Red Wings drop special teams battle in 3-1 loss to Maple Leafs
Published in Hockey
TORONTO — The Red Wings lost the special teams battle in Friday's game, which in turn led them to also lose the game.
Toronto scored two power-play goals, the Wings could only answer with Dylan Larkin's power-play goal, and the Leafs wound up winning, 3-1.
The Leafs, playing without star goal-scorer Auston Matthews (69 goals last season), still had just enough offense to clip the Wings, with fellow stars Mitch Marner and John Tavares scoring power-play goals and Tavares adding an empty-net goal at 18 minutes, 28 seconds of the third period.
"Special teams, they scored two there on the power play, it was a tight game, and we got one," Larkin said. "Our penalty kill has to find our team momentum. We forechecked well in the second period, we got hemmed in our zone a little bit in the third, but we had chances, looks, scrambled pucks.
"We just didn't get the next one and that was the story."
On the empty net goal, Larkin and Moritz Seider mishandled the execution on a drop pass from Seider that led Tavares to get the puck and cement the outcome.
"It was a tough play, slow motion almost," Larkin said. "It's a puck I want back, just went by in slow motion, and something I can't let go past me there."
This was a low-event game for sure, with the Wings outshooting the Leafs 22-20, but few prime scoring opportunities by either team. What bothered coach Derek Lalonde more, overall, was the lack of execution at certain times.

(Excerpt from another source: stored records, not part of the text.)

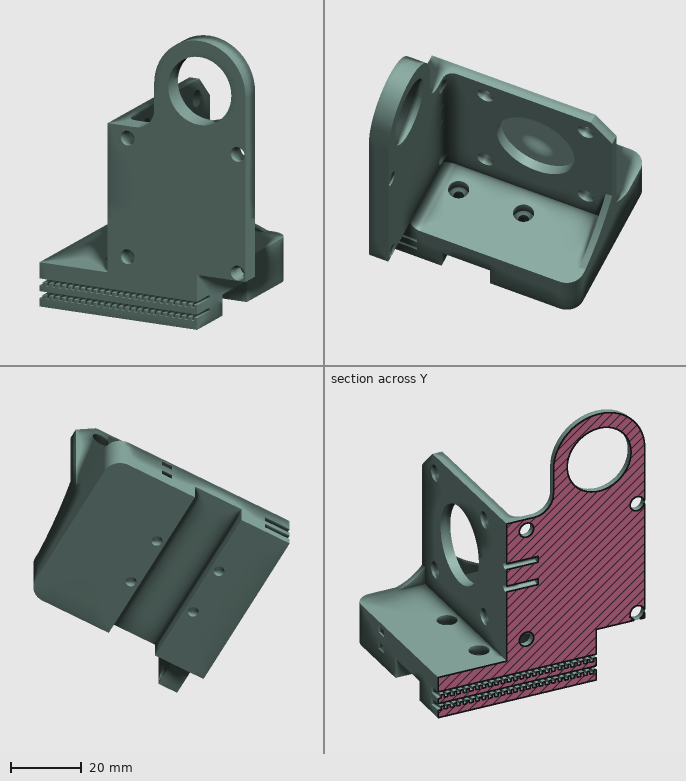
import cadquery as cq
import math

BASE_LENGTH = 50.0
DEPTH = 57.0
BASE_HEIGHT = 13.0
BASE_CORNER_RADIUS = 5.0
RAIL_CHANNEL_WIDTH = 15.0
RAIL_CHANNEL_HEIGHT = 6.2
RAIL_CENTER_Y = 23.1

SCREW_DIAMETER = 3.1
SCREW_HEAD_DIAMETER = 6.0
SCREW_HEAD_DEPTH = 3.0
SCREW_SPACING_X = 15.0
SCREW_SPACING_Y = 20.0

WALL_X = 21.6
WALL_THICKNESS = 3.1
WALL_TOP = 57.0
WALL_CHAMFER = 6.55
WALL_BACK_X = WALL_X + WALL_THICKNESS
MOTOR_Y = 33.4
MOTOR_Z = 36.0
MOTOR_BORE_DIAMETER = 24.0
MOTOR_BOLT_DIAMETER = 5.0
MOTOR_BOLT_SPACING = 31.0
PILOT_DIAMETER = 2.5
PILOT_DEPTH = 10.0
PILOT_Y = 4.85
PILOT_SPACING = 7.15

PLATE_THICKNESS = 6.0
PLATE_RIGHT_X = 65.3
PLATE_BOTTOM = 16.2
TOTAL_HEIGHT = 85.15
EYE_RADIUS = 14.5
EYE_BORE_DIAMETER = 20.0
EYE_BORE_DROP = 0.25
EYE_X = PLATE_RIGHT_X - EYE_RADIUS
EYE_Z = TOTAL_HEIGHT - EYE_RADIUS
NECK_RADIUS = 6.0
PLATE_BOLT_DIAMETER = 4.35
PLATE_BOLT_SPACING = 34.9
PLATE_BOLT_X = 27.9
PLATE_BOLT_Z = 18.5
INNER_FILLET_RADIUS = 3.1

GUSSET_THICKNESS = 2.0
LEFT_GUSSET_LENGTH = 8.3
LEFT_GUSSET_HEIGHT = 5.3
RIGHT_GUSSET_LENGTH = 18.5
RIGHT_GUSSET_HEIGHT = 12.1
GUSSET_HOLLOW = 0.07

BELT_SLOT_DEPTH = 8.0
BELT_SLOT_HEIGHT = 2.05
BELT_SLOT_FLOORS = (2.5, 6.2)
TOOTH_COUNT = 25
TOOTH_PITCH = BASE_LENGTH / TOOTH_COUNT
TOOTH_HEIGHT = 1.0

TIE_CENTER_Y = 39.6
TIE_WIDTH = 3.3
TIE_CENTER_Z = 8.0
TIE_OUTER_RADIUS = 3.7
TIE_INNER_RADIUS = 1.5


def box(x0, x1, y0, y1, z0, z1):
    """Axis-aligned box given by its limits."""
    return cq.Workplane("XY").box(x1 - x0, y1 - y0, z1 - z0, centered=False).translate((x0, y0, z0))


def cylinder_x(diameter, y, z, x0, length):
    """Cylinder along +X that starts at x0."""
    return cq.Workplane("YZ", origin=(x0, y, z)).circle(diameter / 2).extrude(length)


def cylinder_y(diameter, x, z, length):
    """Cylinder along +Y that starts at the front face."""
    return cq.Workplane("XZ", origin=(x, 0, z)).circle(diameter / 2).extrude(-length)


def make_base():
    block = box(0, BASE_LENGTH, 0, DEPTH, 0, BASE_HEIGHT)
    return block.edges("|Z and >Y").fillet(BASE_CORNER_RADIUS)


def make_wall():
    wall = box(WALL_X, WALL_BACK_X, 0, DEPTH, 0, WALL_TOP)
    return wall.edges("|X and >Y and >Z").chamfer(WALL_CHAMFER)


def make_plate():
    eye_left = EYE_X - EYE_RADIUS
    neck_dip = NECK_RADIUS * math.sqrt(0.5)
    neck_center = (eye_left - NECK_RADIUS, WALL_TOP + NECK_RADIUS)
    return (
        cq.Workplane("XZ")
        .moveTo(WALL_X, 0)
        .lineTo(BASE_LENGTH, 0)
        .lineTo(BASE_LENGTH, PLATE_BOTTOM)
        .lineTo(PLATE_RIGHT_X, PLATE_BOTTOM)
        .lineTo(PLATE_RIGHT_X, EYE_Z)
        .threePointArc((EYE_X, TOTAL_HEIGHT), (eye_left, EYE_Z))
        .lineTo(eye_left, neck_center[1])
        .threePointArc((neck_center[0] + neck_dip, neck_center[1] - neck_dip), (neck_center[0], WALL_TOP))
        .lineTo(WALL_X, WALL_TOP)
        .close()
        .extrude(-PLATE_THICKNESS)
    )


def make_inner_fillets():
    """Concave fillets behind the plate: along the floor and up the wall."""
    radius = INNER_FILLET_RADIUS
    y_end = PLATE_THICKNESS + radius
    floor_strip = box(WALL_BACK_X, BASE_LENGTH, PLATE_THICKNESS, y_end, BASE_HEIGHT, BASE_HEIGHT + radius)
    floor_round = cylinder_x(2 * radius, y_end, BASE_HEIGHT + radius, WALL_BACK_X, BASE_LENGTH)
    wall_strip = box(WALL_BACK_X, WALL_BACK_X + radius, PLATE_THICKNESS, y_end, BASE_HEIGHT, WALL_TOP)
    wall_round = (
        cq.Workplane("XY", origin=(WALL_BACK_X + radius, y_end, BASE_HEIGHT))
        .circle(radius)
        .extrude(WALL_TOP)
    )
    return floor_strip.cut(floor_round).union(wall_strip.cut(wall_round))


def make_gusset(wall_face_x, direction, length, height):
    """Triangular web with a hollow edge; direction is the X sense away from the wall."""
    tip = (wall_face_x + direction * length, BASE_HEIGHT)
    top = (wall_face_x, BASE_HEIGHT + height)
    hollow = (
        (tip[0] + top[0]) / 2 - direction * GUSSET_HOLLOW * height,
        (tip[1] + top[1]) / 2 - GUSSET_HOLLOW * length,
    )
    return (
        cq.Workplane("XZ", origin=(0, DEPTH, 0))
        .moveTo(wall_face_x, BASE_HEIGHT)
        .lineTo(*tip)
        .threePointArc(hollow, top)
        .close()
        .extrude(GUSSET_THICKNESS)
    )


def cut_rail_channel(body):
    y_start = RAIL_CENTER_Y - RAIL_CHANNEL_WIDTH / 2
    channel = box(0, BASE_LENGTH, y_start, y_start + RAIL_CHANNEL_WIDTH, 0, RAIL_CHANNEL_HEIGHT)
    return body.cut(channel)


def make_screw_pattern(diameter, z, length):
    """Four vertical cylinders on the screw grid; a negative length runs downward."""
    return (
        cq.Workplane("XY", origin=(BASE_LENGTH / 2, RAIL_CENTER_Y, z))
        .rarray(SCREW_SPACING_X, SCREW_SPACING_Y, 2, 2)
        .circle(diameter / 2)
        .extrude(length)
    )


def cut_base_screws(body):
    body = body.cut(make_screw_pattern(SCREW_DIAMETER, 0, BASE_HEIGHT))
    return body.cut(make_screw_pattern(SCREW_HEAD_DIAMETER, BASE_HEIGHT, -SCREW_HEAD_DEPTH))


def cut_motor_mount(body):
    body = body.cut(cylinder_x(MOTOR_BORE_DIAMETER, MOTOR_Y, MOTOR_Z, WALL_X, WALL_THICKNESS))
    half_spacing = MOTOR_BOLT_SPACING / 2
    for y in (MOTOR_Y - half_spacing, MOTOR_Y + half_spacing):
        for z in (MOTOR_Z - half_spacing, MOTOR_Z + half_spacing):
            body = body.cut(cylinder_x(MOTOR_BOLT_DIAMETER, y, z, WALL_X, WALL_THICKNESS))
    for z in (MOTOR_Z, MOTOR_Z + PILOT_SPACING):
        body = body.cut(cylinder_x(PILOT_DIAMETER, PILOT_Y, z, WALL_X, PILOT_DEPTH))
    return body


def cut_plate_holes(body):
    body = body.cut(cylinder_y(EYE_BORE_DIAMETER, EYE_X, EYE_Z - EYE_BORE_DROP, PLATE_THICKNESS))
    bolt_length = PLATE_THICKNESS + INNER_FILLET_RADIUS
    for x in (PLATE_BOLT_X, PLATE_BOLT_X + PLATE_BOLT_SPACING):
        for z in (PLATE_BOLT_Z, PLATE_BOLT_Z + PLATE_BOLT_SPACING):
            body = body.cut(cylinder_y(PLATE_BOLT_DIAMETER, x, z, bolt_length))
    return body


def make_belt_slot(floor_z):
    """Slot volume less a row of square teeth standing on its floor."""
    slot = box(0, BASE_LENGTH, 0, BELT_SLOT_DEPTH, floor_z, floor_z + BELT_SLOT_HEIGHT)
    teeth = cq.Workplane("XY")
    for index in range(TOOTH_COUNT):
        tooth_end = (index + 1) * TOOTH_PITCH
        tooth_start = tooth_end - TOOTH_PITCH / 2
        teeth = teeth.add(box(tooth_start, tooth_end, 0, BELT_SLOT_DEPTH, floor_z, floor_z + TOOTH_HEIGHT))
    return slot.cut(teeth.combine())


def make_tie_passage():
    """Ring centred on the left face; its inner half forms the passage through the block."""
    return (
        cq.Workplane("XZ", origin=(0, TIE_CENTER_Y + TIE_WIDTH / 2, TIE_CENTER_Z))
        .circle(TIE_OUTER_RADIUS)
        .circle(TIE_INNER_RADIUS)
        .extrude(TIE_WIDTH)
    )


result = make_base().union(make_wall()).union(make_plate()).union(make_inner_fillets())
result = result.union(make_gusset(WALL_X, -1, LEFT_GUSSET_LENGTH, LEFT_GUSSET_HEIGHT))
result = result.union(make_gusset(WALL_BACK_X, 1, RIGHT_GUSSET_LENGTH, RIGHT_GUSSET_HEIGHT))

result = cut_rail_channel(result)
result = cut_base_screws(result)
result = cut_motor_mount(result)
result = cut_plate_holes(result)
for slot_floor in BELT_SLOT_FLOORS:
    result = result.cut(make_belt_slot(slot_floor))
result = result.cut(make_tie_passage())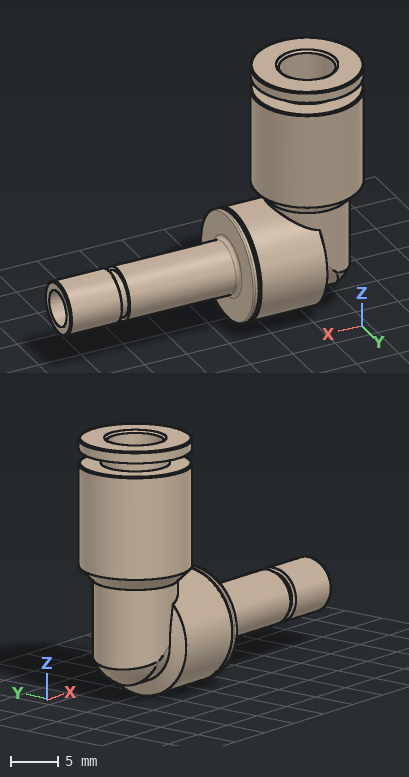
import cadquery as cq


socket_radius = 6.0
collar_neck_radius = 3.65
elbow_radius = 4.5
top_z = 22.0
collar_thickness = 1.25
collar_bottom_z = top_z - collar_thickness
socket_top_z = 19.28
cone_top_z = 8.05
cone_bottom_z = cone_top_z - (socket_radius - elbow_radius)
rim_break = 0.15

corner_ball_offset = -0.4
corner_trim_start = -0.7

hub_radius = 6.25
hub_start_x = 0.18
hub_rim_x = 0.78
ring_groove_start_x = 8.55
ring_start_x = 8.8
hub_end_x = 9.48
ring_groove_depth = 0.15
ring_round = 0.18

stem_radius = 3.0
stem_end_x = 35.5 - socket_radius
stem_root_fillet = 0.45
stem_groove_radius = 2.6
stem_groove_start_x = 22.47
stem_groove_end_x = 23.3
stem_groove_taper = 0.15
stem_end_chamfer = 0.15

tube_radius = 3.0
tube_stop_z = cone_top_z
tube_chamfer = 0.3
passage_radius = 2.005


def cylinder_z(radius, start, end):
    return cq.Workplane("XY").workplane(offset=start).circle(radius).extrude(end - start)


def cylinder_x(radius, start, end):
    return cq.Workplane("YZ").workplane(offset=start).circle(radius).extrude(end - start)


def make_socket():
    """Socket with its cone below and the release collar above."""
    cone = (
        cq.Workplane("XZ")
        .moveTo(0, cone_bottom_z)
        .lineTo(elbow_radius, cone_bottom_z)
        .lineTo(socket_radius, cone_top_z)
        .lineTo(0, cone_top_z)
        .close()
        .revolve(360, (0, 0, 0), (0, 1, 0))
    )
    barrel = cylinder_z(socket_radius, cone_top_z, socket_top_z).faces(">Z").chamfer(rim_break)
    neck = cylinder_z(collar_neck_radius, socket_top_z, collar_bottom_z)
    collar = cylinder_z(socket_radius, collar_bottom_z, top_z).faces(">Z").chamfer(rim_break)
    return cone.union(barrel).union(neck).union(collar)


def make_elbow():
    """Two mitred cylinders whose outer corner is rounded by a ball."""
    upright = cylinder_z(elbow_radius, 0, cone_bottom_z)
    level = cylinder_x(elbow_radius, 0, hub_rim_x)
    corner = cylinder_z(elbow_radius, -elbow_radius, elbow_radius).intersect(
        cylinder_x(elbow_radius, -elbow_radius, elbow_radius)
    )
    ball = cq.Workplane("XY").sphere(elbow_radius).translate((corner_ball_offset, 0, corner_ball_offset))
    trim_size = 2 * elbow_radius
    trim = (
        cq.Workplane("XY")
        .box(trim_size, 2 * trim_size, trim_size)
        .translate((corner_trim_start - trim_size / 2, 0, corner_trim_start - trim_size / 2))
        .cut(ball)
    )
    return corner.cut(trim).union(upright).union(level)


def make_hub_and_stem():
    """Turned profile about the X axis: hub, ring, root fillet and grooved stem."""
    ring_groove_radius = hub_radius - ring_groove_depth
    profile = (
        cq.Workplane("XZ")
        .moveTo(hub_start_x, 0)
        .lineTo(hub_start_x, elbow_radius)
        .lineTo(hub_rim_x, hub_radius)
        .lineTo(ring_groove_start_x, hub_radius)
        .lineTo(ring_groove_start_x, ring_groove_radius)
        .lineTo(ring_start_x, ring_groove_radius)
        .lineTo(ring_start_x, hub_radius - ring_round)
        .radiusArc((ring_start_x + ring_round, hub_radius), ring_round)
        .lineTo(hub_end_x - ring_round, hub_radius)
        .radiusArc((hub_end_x, hub_radius - ring_round), ring_round)
        .lineTo(hub_end_x, stem_radius + stem_root_fillet)
        .radiusArc((hub_end_x + stem_root_fillet, stem_radius), -stem_root_fillet)
        .lineTo(stem_groove_start_x, stem_radius)
        .lineTo(stem_groove_start_x, stem_groove_radius)
        .lineTo(stem_groove_end_x, stem_groove_radius)
        .lineTo(stem_groove_end_x + stem_groove_taper, stem_radius)
        .lineTo(stem_end_x - stem_end_chamfer, stem_radius)
        .lineTo(stem_end_x, stem_radius - stem_end_chamfer)
        .lineTo(stem_end_x, 0)
        .close()
    )
    return profile.revolve(360, (0, 0, 0), (1, 0, 0))


def make_bores():
    """Chamfered tube bore and the passage that turns through a ball into the stem."""
    tube = (
        cq.Workplane("XZ")
        .moveTo(0, tube_stop_z)
        .lineTo(tube_radius, tube_stop_z)
        .lineTo(tube_radius, top_z - tube_chamfer)
        .lineTo(tube_radius + tube_chamfer, top_z)
        .lineTo(0, top_z)
        .close()
        .revolve(360, (0, 0, 0), (0, 1, 0))
    )
    upright = cylinder_z(passage_radius, 0, tube_stop_z)
    level = cylinder_x(passage_radius, 0, stem_end_x)
    turn = cq.Workplane("XY").sphere(passage_radius)
    return tube.union(upright).union(level).union(turn)


result = make_socket().union(make_elbow()).union(make_hub_and_stem()).cut(make_bores())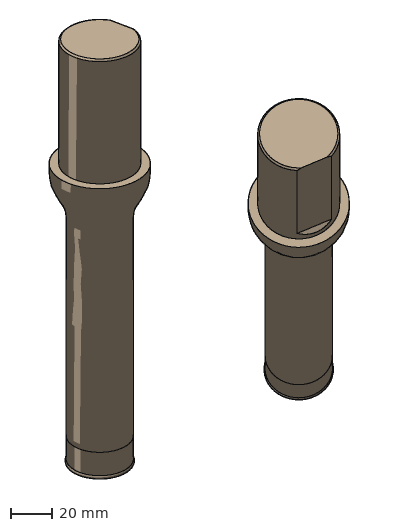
import cadquery as cq

total_length = 240.0

shank_length = 70.0
shank_diameter = 40.0
shank_chamfer = 1.0
flat_distance = 17.8
flat_start_height = 5.5
flat_runout_height = 3.4

flange_diameter = 49.5
flange_thickness = 5.0
neck_length = 5.0
neck_diameter = 32.9
neck_top = 139.7
flare_bend_radius = 19.5
flare_bend_height = 150.0

stem_diameter = 33.0
stem_taper_start = 84.2
stem_bottom = 19.0
head_length = 16.0
head_diameter = 32.9
collar_diameter = 33.8
collar_top = 2.9
collar_crest_height = 1.7
tip_face_radius = 15.8
tip_face_height = 0.7

axial_direction = (0, 1)

flange_top = total_length - shank_length
flange_bottom = flange_top - flange_thickness
neck_bottom = neck_top - neck_length
shank_radius = shank_diameter / 2
flange_radius = flange_diameter / 2
neck_radius = neck_diameter / 2
stem_radius = stem_diameter / 2
head_radius = head_diameter / 2
collar_radius = collar_diameter / 2


def revolve_about_z(profile):
    """Turn a closed radius-height profile into a solid about Z."""
    return profile.close().revolve(360, (0, 0, 0), (0, 1, 0))


def make_flat_cutter():
    """Block outside the shank flat, with a sloped run-out at its lower end."""
    runout_slope = (flat_start_height - flat_runout_height) / (shank_radius - flat_distance)
    flange_y = flat_distance + flat_start_height / runout_slope
    return (
        cq.Workplane("YZ")
        .moveTo(flat_distance, flange_top + flat_start_height)
        .lineTo(flange_y, flange_top)
        .lineTo(flange_y, total_length)
        .lineTo(flat_distance, total_length)
        .close()
        .extrude(shank_radius, both=True)
    )


def make_holder():
    """Shank, flange, flared neck and stem, seated on top of the cutting head."""
    lower = revolve_about_z(
        cq.Workplane("XZ")
        .moveTo(0, head_length)
        .lineTo(head_radius, head_length)
        .lineTo(stem_radius, stem_bottom)
        .lineTo(stem_radius, stem_taper_start)
        .lineTo(neck_radius, neck_bottom)
        .lineTo(neck_radius, neck_top)
        .spline(
            [(flare_bend_radius, flare_bend_height), (flange_radius, flange_bottom)],
            tangents=[axial_direction, axial_direction],
            includeCurrent=True,
        )
        .lineTo(flange_radius, flange_top)
        .lineTo(0, flange_top)
    )
    shank = (
        cq.Workplane("XY")
        .workplane(offset=flange_top)
        .circle(shank_radius)
        .extrude(shank_length)
        .faces(">Z")
        .chamfer(shank_chamfer)
        .cut(make_flat_cutter())
    )
    return lower.union(shank)


def make_cutting_head():
    """Cylindrical head with a rounded cutting collar and a shallow conical tip."""
    return revolve_about_z(
        cq.Workplane("XZ")
        .lineTo(tip_face_radius, tip_face_height)
        .threePointArc((collar_radius, collar_crest_height), (head_radius, collar_top))
        .lineTo(head_radius, head_length)
        .lineTo(0, head_length)
    )


holder = make_holder()
cutting_head = make_cutting_head()

result = cq.Compound.makeCompound([holder.val(), cutting_head.val()])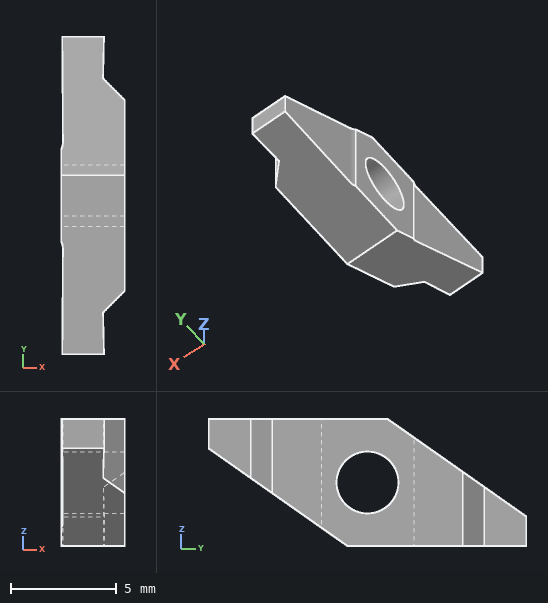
import cadquery as cq
import math

thickness = 3.0
length = 15.0
height = 6.0
half_length = length / 2

tip_height = 1.4
ridge_offset = 0.95

pad_half_length = 2.19
relief_half_length = 2.5
relief_depth = 0.08
tip_front_depth = 0.05
middle_half_length = 4.5
wing_root_half_length = 5.52
wing_root_back = 1.98
tip_back = 2.02

hole_diameter = 2.91


def make_side_plate():
    """Plate with sloping flanks, symmetric under a half turn about X."""
    upper_half = [
        (-half_length, height / 2 - tip_height),
        (-half_length, height / 2),
        (ridge_offset, height / 2),
    ]
    lower_half = [(-y, -z) for y, z in upper_half]
    return cq.Workplane("YZ").polyline(upper_half + lower_half).close().extrude(thickness)


def make_end_cutter():
    """Material removed at the +Y end: front relief with a concave step, and the back notch."""
    step_length = relief_half_length - pad_half_length
    step_radius = (step_length**2 + relief_depth**2) / (2 * relief_depth)
    half_sweep = math.asin(step_length / step_radius) / 2
    step_middle = (
        relief_depth - step_radius * (1 - math.cos(half_sweep)),
        relief_half_length - step_radius * math.sin(half_sweep),
    )
    front_relief = (
        cq.Workplane("XY")
        .moveTo(0, pad_half_length)
        .threePointArc(step_middle, (relief_depth, relief_half_length))
        .lineTo(tip_front_depth, half_length)
        .lineTo(0, half_length)
        .close()
        .extrude(height / 2, both=True)
    )
    back_notch = (
        cq.Workplane("XY")
        .moveTo(thickness, middle_half_length)
        .lineTo(wing_root_back, wing_root_half_length)
        .lineTo(tip_back, half_length)
        .lineTo(thickness, half_length)
        .close()
        .extrude(height / 2, both=True)
    )
    return front_relief.union(back_notch)


def make_hole():
    return cq.Workplane("YZ").circle(hole_diameter / 2).extrude(thickness)


end_cutter = make_end_cutter()
result = make_side_plate().cut(make_hole())
result = result.cut(end_cutter).cut(end_cutter.mirror("XZ"))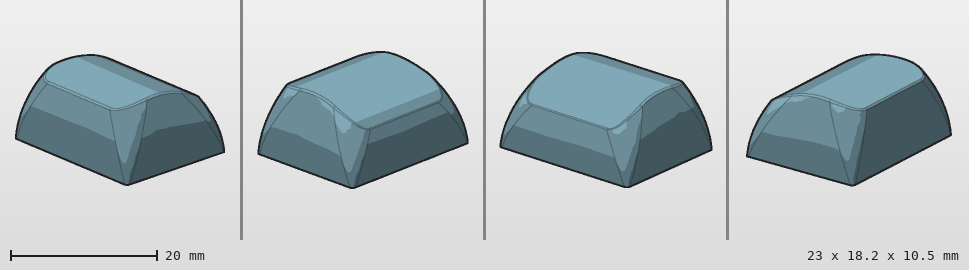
import cadquery as cq
import math

LENGTH = 23.03
WIDTH = 18.25
HEIGHT = 10.52

END_WALL = (17.27, 1.38)
FRONT_WALL = (24.18, 0.92)
BACK_WALL = (13.82, 1.15)

FRONT_FLAT = (10.96, 0.31, 0.02084)
BACK_FLAT = (10.96, 0.4, 0.0304)
END_FLAT_FRONT = (8.64, 0.35, 0.01693)
END_FLAT_BACK = (8.64, 0.43, 0.01607)

END_INSET = 0.004776

SECTION_COUNT = 7
LOFT_HEIGHT = HEIGHT + 0.53

CROWN_RADIUS = 15.2
CROWN_Y = -1.85
RIM_FILLET = 0.45

ELLIPSE_HANDLE = 4 * (math.sqrt(2) - 1) / 3


def wall_offset(half_size, wall, z):
    """Distance from the vertical axis to a bulging wall at height z."""
    radius, widest_z = wall
    return half_size - radius + math.sqrt(radius**2 - (z - widest_z) ** 2)


def flat_half_width(flat, z):
    """Half-width of the flat middle of a wall at height z."""
    base, slope, curvature = flat
    return base - slope * z - curvature * z**2


def corner(sketch, start, end, apex):
    """Quarter ellipse from start to end, tangent to the lines meeting at apex."""
    handles = [
        tuple(p + ELLIPSE_HANDLE * (a - p) for p, a in zip(point, apex))
        for point in (start, end)
    ]
    return sketch.bezier([start, *handles, end])


def section(z):
    """Horizontal outline of the body at height z, with elliptical corners."""
    x = wall_offset(LENGTH / 2, END_WALL, z)
    front = -wall_offset(WIDTH / 2, FRONT_WALL, z)
    back = wall_offset(WIDTH / 2, BACK_WALL, z)
    x_front = flat_half_width(FRONT_FLAT, z)
    x_back = flat_half_width(BACK_FLAT, z)
    y_front = -flat_half_width(END_FLAT_FRONT, z)
    y_back = flat_half_width(END_FLAT_BACK, z)
    inset = END_INSET * z**2
    y_middle = (y_front + y_back) / 2
    x_end = x - inset
    x_apex = x_end - inset * (back - y_back) / (y_back - y_middle)

    outline = cq.Workplane("XY", origin=(0, 0, z)).moveTo(-x_front, front).lineTo(x_front, front)
    outline = corner(outline, (x_front, front), (x, y_front), (x, front))
    outline = outline.bezier([(x, y_front), (x, y_middle), (x_end, y_back)])
    outline = corner(outline, (x_end, y_back), (x_back, back), (x_apex, back))
    outline = outline.lineTo(-x_back, back)
    outline = corner(outline, (-x_back, back), (-x_end, y_back), (-x_apex, back))
    outline = outline.bezier([(-x_end, y_back), (-x, y_middle), (-x, y_front)])
    outline = corner(outline, (-x, y_front), (-x_front, front), (-x, front))
    return outline.close().val()


def make_body():
    heights = [LOFT_HEIGHT * i / (SECTION_COUNT - 1) for i in range(SECTION_COUNT)]
    return cq.Workplane(cq.Solid.makeLoft([section(z) for z in heights]))


def make_crown():
    return (
        cq.Workplane("YZ")
        .center(CROWN_Y, HEIGHT - CROWN_RADIUS)
        .circle(CROWN_RADIUS)
        .extrude(LENGTH, both=True)
    )


body = make_body().intersect(make_crown())
result = body.faces(">Z").edges().fillet(RIM_FILLET)

"The empty-net goal, we always pull our goalie on the rush," Lalonde said. "Analytically you want the six guys on the rush on the entries and your numbers go through the roof. It was nothing out of the ordinary, it was just again, part of the execution. We tried a drop pass in that situation and fanned on it and unfortunately it ends up in the back of the net.
"It was a low-event type of games, not many chances given up. We were unable to execute in some situations. It was an opportunity to take some points in a tough building and we were unable to execute in some situations."
Wings goaltender Cam Talbot, starting in place of Alex Lyon (lower-body), made 17 saves. Toronto's Anthony Stolarz, one of the best free-agent signings of the young season, stopped 21 shots.
Stolarz made his best saves with just under five minutes left in regulation, gloving a puck with the Wings swarming near the net.
"We know playing in this building they'll swarm and get chances and create off the forecheck," Larkin said. "That's how they play. We weathered the storm when we had to. There wasn't much off the rush, they were above and tight and we tried to play that as well.
"There really wasn't much going on. It was just a special teams battle and we lost the special teams battle."
Larkin tied the game 1-1 with his ninth goal (in 14 games) at 9:10 of the second period. Larkin took a pass from Lucas Raymond near the hashmarks, and snapped a shot past Stolarz, extending Larkin's goal-scoring streak to four games.
"The power play was good and we needed it," Lalonde said. "(But) very frustrating we get it to 1-1 and we had a real good start to the period, you could feel the momentum our way and we took the too many men penalty."
The penalty against the Wings put Toronto on the power play at 10:11. Tavares, whose hooking penalty had put the Wings on the power play leading to Larkin's goal, then atoned for his penalty with his sixth goal and giving the Leafs a 2-1 lead.
"More frustrating in that they (the two Toronto power-play goals) were broken plays that unfortunately ended up in our net," Lalonde said. "But you have to do something before those plays to give yourself a chance."
Marner opened the game's scoring for the Leafs with his third goal. With Michael Rasmussen in the box for interference at 10:48, just 24 seconds later, Marner slipped in a rebound past Talbot in the slot area.
The Wings (6-6-1) complete the three-game-in-four-night stretch Saturday back at Little Caesars Arena against the New York Rangers.
"(We have to) put this one behind us and it's a tough opponent (Saturday) but we've done a good job as a group in performing during back-to-backs and we haven opportunity (Saturday)," Lalonde said.
The game was billed as the Hall of Fame night, one of the beginning events for the weekend, which ends Monday with the Hall inductions.
Former Wings great Pavel Datsyuk, one of this year's inductees, dropped the ceremonial pregame puck.